_Task statement:_
Your response should consist solely of the lines from the one containing "Colour M gives way to colour K in row 36" through the final line of the entries, repeated exactly.

(Extracted records)
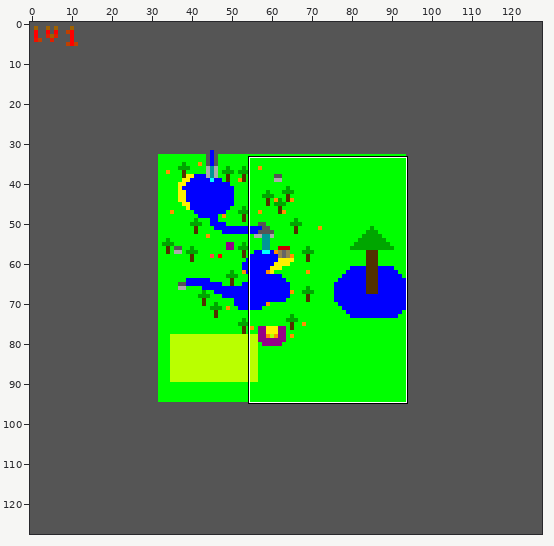
Sprite sheet -- 10seconds/res/levels/level_1.png. The first picture is a wide view before the edit; the outline marks the close-up.
Close-up. Old version:
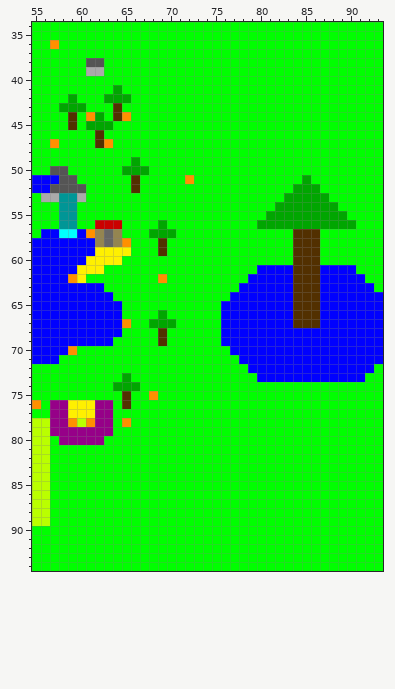
The file is 128x128 pixels. Shown: x 55..93, y 34..94.
After:
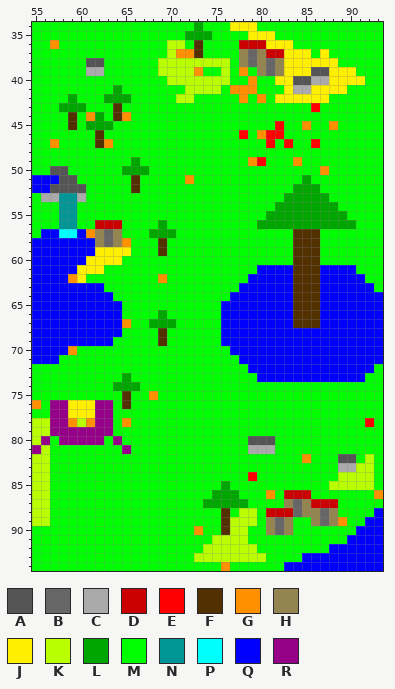
Palette (. is transparent): A #555555  B #666666  C #aaaaaa  D #cb0000  E #ff0000  F #523000  G #ff9000  H #948550  J #fff000  K #baff00  L #00a600  M #00ff00  N #009696  P #00ffff  Q #0000ff  R #960088
Difference:
Colour M gives way to colour A in row 39 at x 86 to 87; in row 40 at x 84 to 85; in row 80 at x 79 to 81; in row 82 at x 89 to 90.
Colour M gives way to colour B in row 37 at x 79; in row 38 at x 79 and 81; in row 39 at x 81; in row 87 at x 84; in row 88 at x 84 and 87; in row 89 at x 82 and 87.
Colour M gives way to colour B in row 90 at x 82.
Colour M gives way to colour C in row 40 at x 86 to 87; in row 41 at x 84 to 85; in row 81 at x 79 to 81; in row 83 at x 89 to 90.
Colour M gives way to colour D in row 36 at x 78 to 80; in row 37 at x 81 to 82; in row 86 at x 83 to 85; in row 87 at x 86 to 88; in row 88 at x 81 to 83.
Colour M gives way to colour E in row 43 at x 86; in row 45 at x 82; in row 46 at x 78 and 81 to 82; in row 47 at x 81, 83 and 86; in row 49 at x 80; in row 78 at x 92.
Colour M gives way to colour E in row 84 at x 79.
Colour M gives way to colour F in rows 36 to 37 at x 73; in rows 88 to 90 at x 76.
Colour M gives way to colour G in row 37 at x 71 to 72; in row 39 at x 73 and 78; in row 40 at x 79; in row 41 at x 77 to 79; in row 42 at x 78 and 80; in row 45 at x 85 and 88.
Colour M gives way to colour G in row 46 at x 80; in row 49 at x 79 and 84; in row 50 at x 87; in row 82 at x 85; in row 86 at x 81 and 93; in row 89 at x 89.
Colour M gives way to colour G in row 90 at x 73; in row 94 at x 76.
Colour M gives way to colour H in row 37 at x 78 and 80; in row 38 at x 78, 80 and 82; in row 39 at x 80 and 82; in row 87 at x 83 and 85; in row 88 at x 85 to 86 and 88; in row 89 at x 81, 83, 86 and 88.
Colour M gives way to colour H in row 90 at x 81 and 83.
Colour M gives way to colour J in row 34 at x 77 to 79; in row 35 at x 79 to 81; in row 36 at x 81 to 83; in row 37 at x 83 to 85 and 87; in row 38 at x 83 to 88; in row 39 at x 83 to 85 and 88 to 90.
Colour M gives way to colour J in row 40 at x 82 to 83 and 88 to 91; in row 41 at x 83 and 86 to 89; in row 42 at x 82 to 87.
Colour M gives way to colour K in row 36 at x 70 to 71; in row 37 at x 70; in row 38 at x 69 to 76; in row 39 at x 69 to 72 and 76; in row 40 at x 70 to 76; in row 41 at x 72 to 75.
Colour M gives way to colour K in row 42 at x 71 to 72; in row 82 at x 92; in row 83 at x 91 to 92; in row 84 at x 89 to 92; in row 85 at x 88 to 92; in row 88 at x 78 to 79.
Colour M gives way to colour K in row 89 at x 77 to 79; in row 90 at x 77 to 78; in row 91 at x 75 to 78; in row 92 at x 74 to 79; in row 93 at x 73 to 80.
Colour M gives way to colour L in row 34 at x 73; in row 35 at x 72 to 74; in row 85 at x 76; in row 86 at x 75 to 77; in row 87 at x 74 to 78.
Colour M gives way to colour Q in row 88 at x 93; in row 89 at x 92 to 93; in row 90 at x 91 to 93; in row 91 at x 90 to 93; in row 92 at x 88 to 93; in row 93 at x 85 to 93.
Colour M gives way to colour Q in row 94 at x 83 to 93.
Colour K gives way to colour R in row 80 at x 56; in row 81 at x 55.
Colour M gives way to colour R in row 80 at x 64; in row 81 at x 65.

_Written solution:_
Colour M gives way to colour K in row 36 at x 70 to 71; in row 37 at x 70; in row 38 at x 69 to 76; in row 39 at x 69 to 72 and 76; in row 40 at x 70 to 76; in row 41 at x 72 to 75.
Colour M gives way to colour K in row 42 at x 71 to 72; in row 82 at x 92; in row 83 at x 91 to 92; in row 84 at x 89 to 92; in row 85 at x 88 to 92; in row 88 at x 78 to 79.
Colour M gives way to colour K in row 89 at x 77 to 79; in row 90 at x 77 to 78; in row 91 at x 75 to 78; in row 92 at x 74 to 79; in row 93 at x 73 to 80.
Colour M gives way to colour L in row 34 at x 73; in row 35 at x 72 to 74; in row 85 at x 76; in row 86 at x 75 to 77; in row 87 at x 74 to 78.
Colour M gives way to colour Q in row 88 at x 93; in row 89 at x 92 to 93; in row 90 at x 91 to 93; in row 91 at x 90 to 93; in row 92 at x 88 to 93; in row 93 at x 85 to 93.
Colour M gives way to colour Q in row 94 at x 83 to 93.
Colour K gives way to colour R in row 80 at x 56; in row 81 at x 55.
Colour M gives way to colour R in row 80 at x 64; in row 81 at x 65.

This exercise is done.